I met one such girl this recent weekend, she's very sweet, and I like her a lot, but she is most definitely a princess in her relationship with her guy. She talks about how he can be "such a boy", but she says it with fondness. He is very good-looking, and so that increases her status.
I know a woman who is also a princess. She is gorgeous especially for a 40ish year old, and she expects to be kept in high standards. She is a perfectionist, and expects her husband (good-looking, with good cash-flow) to keep up to her standards. She expects him to eb the prince, or perhaps the king of her world. And when he reveals himself to be less than perfect, she is snarky.

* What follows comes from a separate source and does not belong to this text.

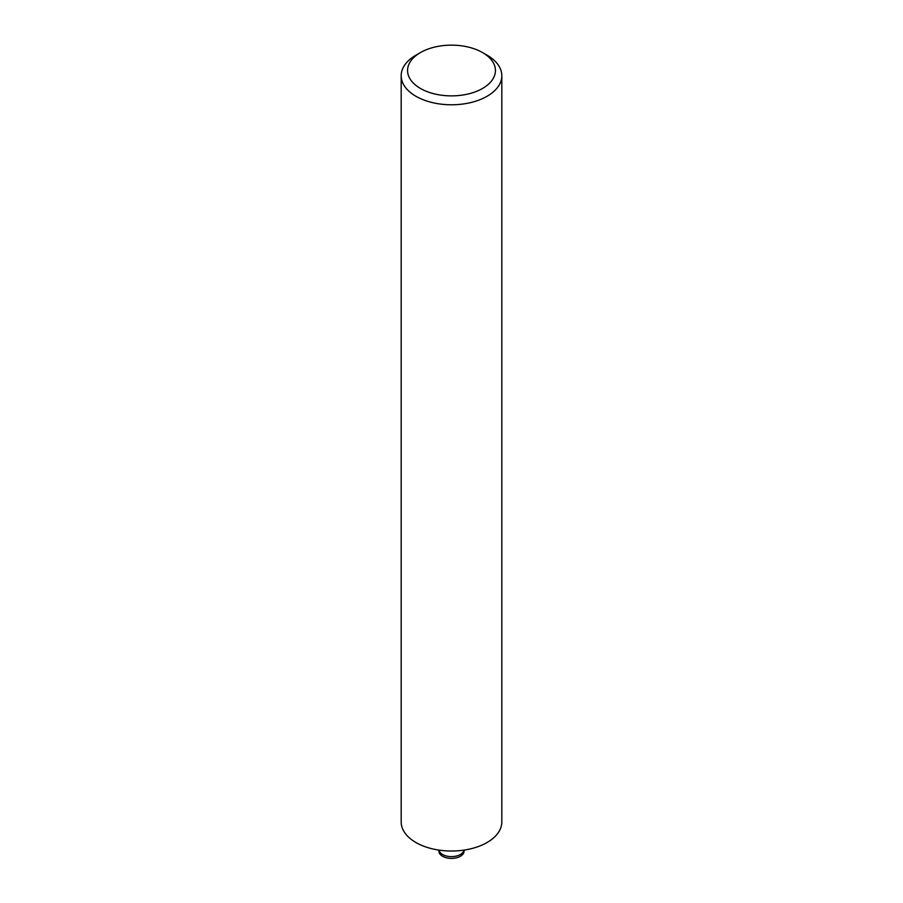 <?xml version="1.0" encoding="UTF-8"?>
<svg xmlns="http://www.w3.org/2000/svg" width="903" height="903" viewBox="0 0 903 903"><rect width="100%" height="100%" fill="white"/><g stroke="black" fill="none" stroke-linecap="round" stroke-linejoin="round"><path stroke-width="1.35" d="M438.926 850.095L438.926 851.145A12.574 7.258 0 0 0 442.605 856.281A12.574 7.258 0 0 0 456.308 857.85A12.574 7.258 0 0 0 464.074 851.145L464.074 850.095M420.437 88.449A43.931 25.363 0 0 0 482.563 88.449A43.931 25.363 0 0 0 482.563 52.577L487.078 55.185A50.32 29.054 180 0 1 501.82 75.728A50.32 29.054 180 0 1 470.756 102.57A50.32 29.054 180 0 1 415.922 96.271A50.32 29.054 180 0 1 401.18 75.728A50.32 29.054 180 0 1 415.922 55.185L420.437 52.577A43.931 25.363 0 0 0 420.437 88.449M501.82 75.728L501.82 821.967A50.32 29.054 180 0 1 470.756 848.809A50.32 29.054 180 0 1 415.922 842.51A50.32 29.054 180 0 1 401.18 821.967L401.18 75.728M487.078 55.185L482.563 52.577A43.931 25.363 0 0 0 420.437 52.577M464.007 850.107A12.574 7.258 180 0 1 455.71 856.202A12.574 7.258 180 0 1 442.605 854.498A12.574 7.258 180 0 1 438.993 850.107"/></g></svg>
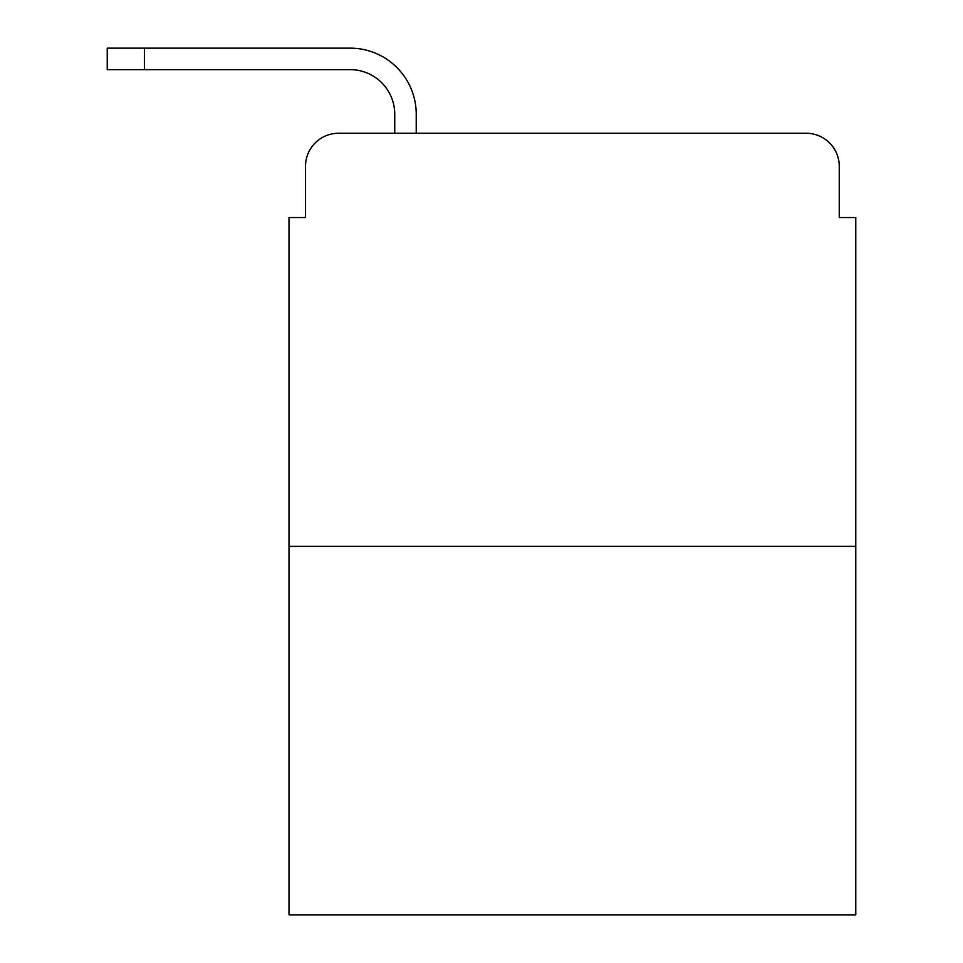 <?xml version="1.0" encoding="UTF-8"?>
<svg xmlns="http://www.w3.org/2000/svg" width="963" height="963" viewBox="0 0 963 963"><rect width="100%" height="100%" fill="white"/><g stroke="black" fill="none" stroke-linecap="round" stroke-linejoin="round"><path stroke-width="1.44" d="M305.512 166.298L305.512 217.53L305.512 166.298A33.043 33.043 0 0 1 338.567 133.255L394.746 133.255L394.746 114.248A44.611 44.611 0 0 0 350.135 69.637L107.23 69.637L107.23 48.15L350.135 48.15A66.098 66.098 0 0 1 416.233 114.248L416.233 133.255L443.498 133.255M855.77 546.358L288.996 546.358L288.996 914.85L855.77 914.85L855.77 217.53L839.255 217.53L839.255 166.298A33.043 33.043 0 0 0 806.2 133.255L338.567 133.255M288.996 546.358L288.996 217.53L305.512 217.53M701.269 133.255L806.2 133.255M839.255 217.53L839.255 166.298M394.746 114.248A44.611 44.611 0 0 0 350.135 69.637A44.611 44.611 0 0 1 394.746 114.248A44.611 44.611 0 0 0 350.135 69.637A44.611 44.611 0 0 1 394.746 114.248A44.611 44.611 0 0 0 350.135 69.637A44.611 44.611 0 0 1 394.746 114.248M144.402 48.15L350.135 48.15L144.402 48.15L350.135 48.15L144.402 48.15L350.135 48.15L144.402 48.15L144.402 69.637"/></g></svg>

The interesting thing is that she has produced a princess daughter. She expects things to go exceptionally well, and expects people to pull through for her, and especially her father.
I envy them.
Why? They know what they want, they know how they want to be treated, and they find men who want princesses, and there's lot of them. What with movies and magazines, women are often expected to be perfect or princesses, and men often want to treat them that way.
Me? I get uncomfortable when treated like a princess. I'm afraid of being put on a pedestal. I'm not perfect, and I've spent a lifetime trying to be perfect, and I don't want to be perfect anymore. It's too much work. I used to be a princess, and dumped the guy when he wasn't a prince, when I saw his flaws clearly. But, I think in the long run, being a princess might cause more unhappiness to me.
But, then I don't know what my role is? If it's not a princess, then who am I?